Bone scintigraphy can show gastric uptake in various conditions, including artifact due to Tc-99m-pertechnetate in radiopharmaceutical preparation, hypercalcemia due to metastatic calcinosis, dialysis patients and gastric carcinoma. In our case, because the thyroid was not visible, visualization of the stomach on the bone scintigraphy cannot be attributed to a faulty preparation containing free Tc-99m-pertechnetate (9).

There are a few cases showing gastric uptake of tracer in advanced gastric cancer patients (10). However, the fact that the extent of tracer uptake is more diffuse and broader than that of gross calcifications seen on CT images makes our case unique.

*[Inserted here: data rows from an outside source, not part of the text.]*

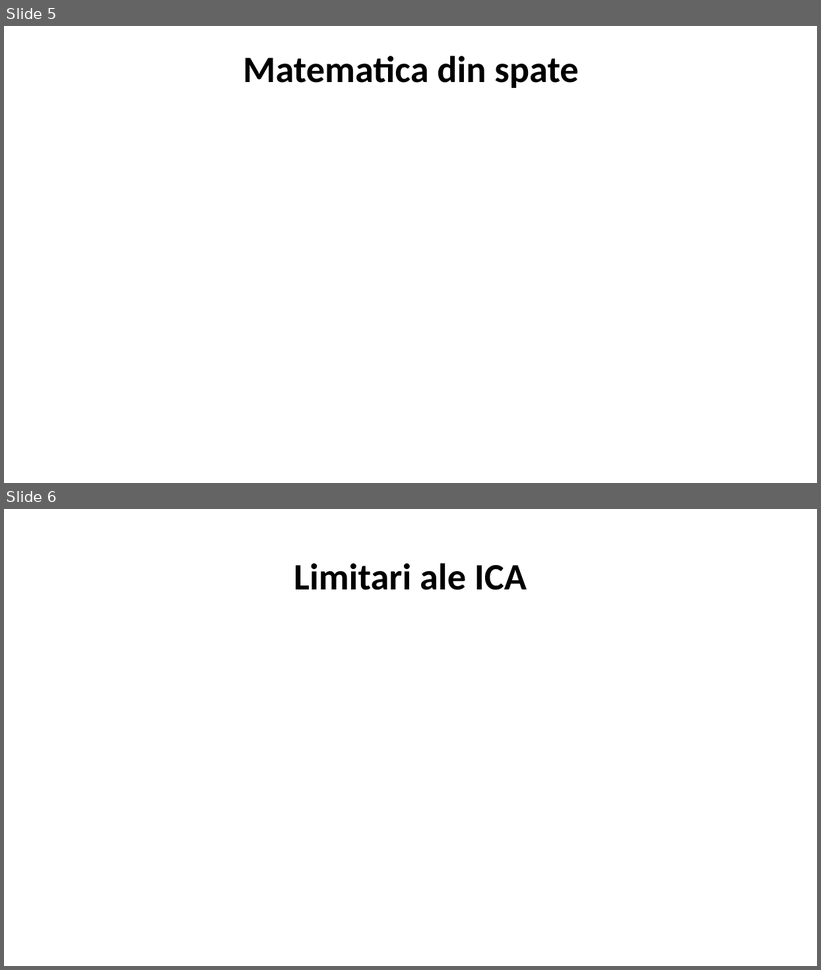
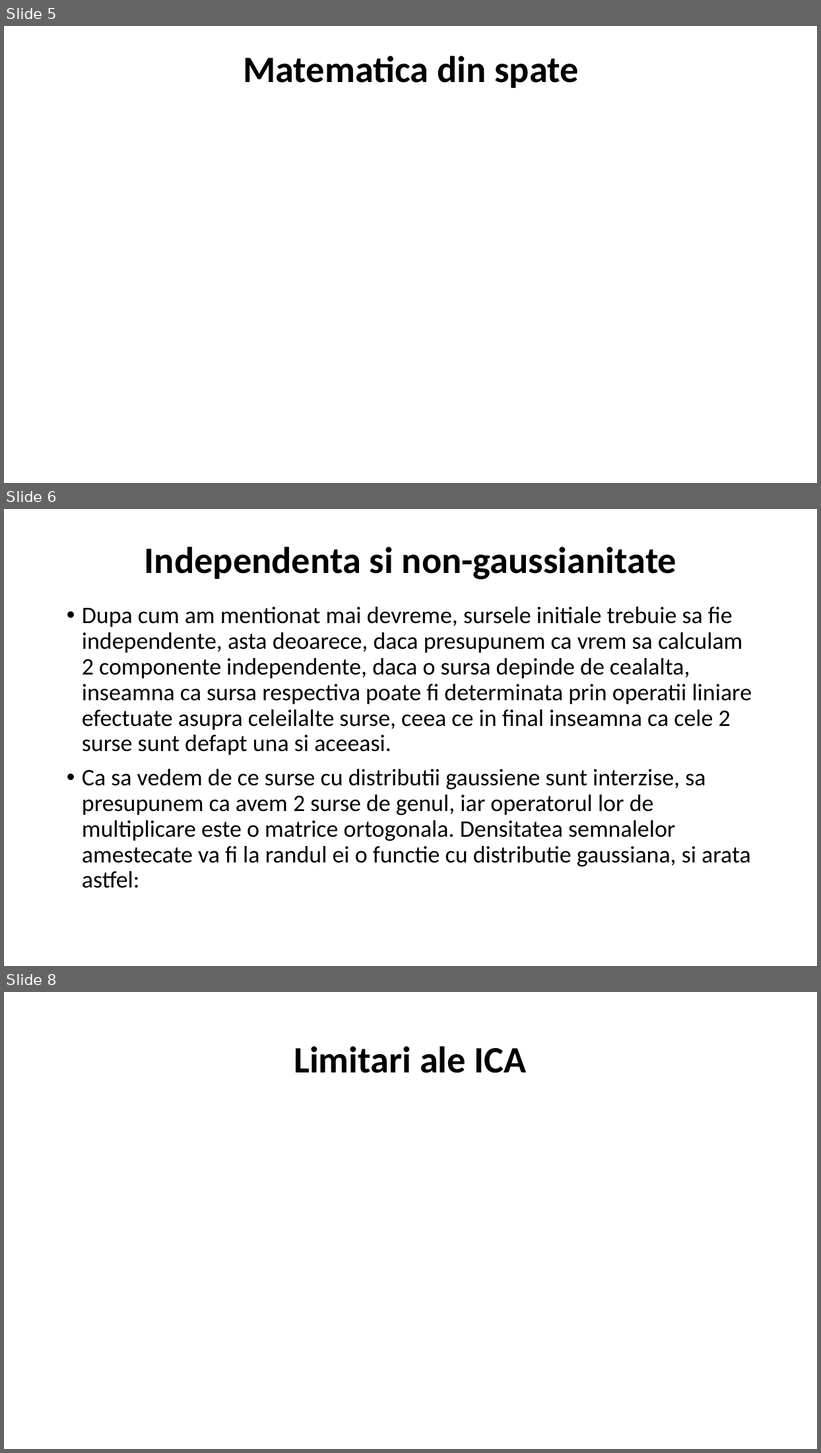
Before and after one commit to radumotrescu/Licenta-BSS, a slide deck: documentatie/prezentare.pptx. Shown one above the other, each under a label of ours: slides 5 and 6 before the commit, slides 5, 6 and 8 after it; the slides between them are not shown. The pictures are 821x970 and 821x1453 pixels, drawn with LibreOffice and Linux fonts; fonts in the diff are those of the drawing; grey boxes stand for pictures. Boxes give left, top, right and bottom in pixels: in the first picture for what was removed or moved away, otherwise in the second. Text is boxed around its words. In the diff, an @@ line names an element or a change of style, - is before the commit and + after.

```diff
--- a/documentatie/prezentare.pptx
+++ b/documentatie/prezentare.pptx
@@ slide 6 added at bbox=[4, 509, 817, 966], background #FFFFFF @@
@@ title added at bbox=[145, 547, 677, 580], 44 pt, text #000000, bold @@
+Independenta si non-gaussianitate
@@ text added at bbox=[82, 607, 752, 889], 28 pt, text #000000 @@
+• Dupa cum am mentionat mai devreme, sursele initiale trebuie sa fie independente, asta deoarece, daca presupunem ca vrem sa calculam 2 componente independente, daca o sursa depinde de cealalta, inseamna ca sursa respectiva poate fi determinata prin operatii liniare efectuate asupra celeilalte surse, ceea ce in final inseamna ca cele 2 surse sunt defapt una si aceeasi.
+• Ca sa vedem de ce surse cu distributii gaussiene sunt interzise, sa presupunem ca avem 2 surse de genul, iar operatorul lor de multiplicare este o matrice ortogonala. Densitatea semnalelor amestecate va fi la randul ei o functie cu distributie gaussiana, si arata astfel:
@@ what was slide 6 is now slide 8 @@
```
Also in this commit, not shown: 1 other slide added, 1 other file.

This may suggest the presence of micro-calcifications in the gastric wall which is not seen on CT images but is detected in bone scintigraphy.

In summary, we describe a rare case showing gastric uptake of Tc-99m DPD in an advanced gastric cancer patient. The extent of tracer uptake in the gastric walls was more diffuse and broader than that of gross calcifications seen on CT images. Calcified gastric cancer is rare, but it was possible to detect even micro-calcifications with Tc-99m DPD bone scintigraphy. As exemplified by this case, recognition of extra-skeletal Tc-99m DPD uptake may enhance the diagnostic value of bone scintigraphy.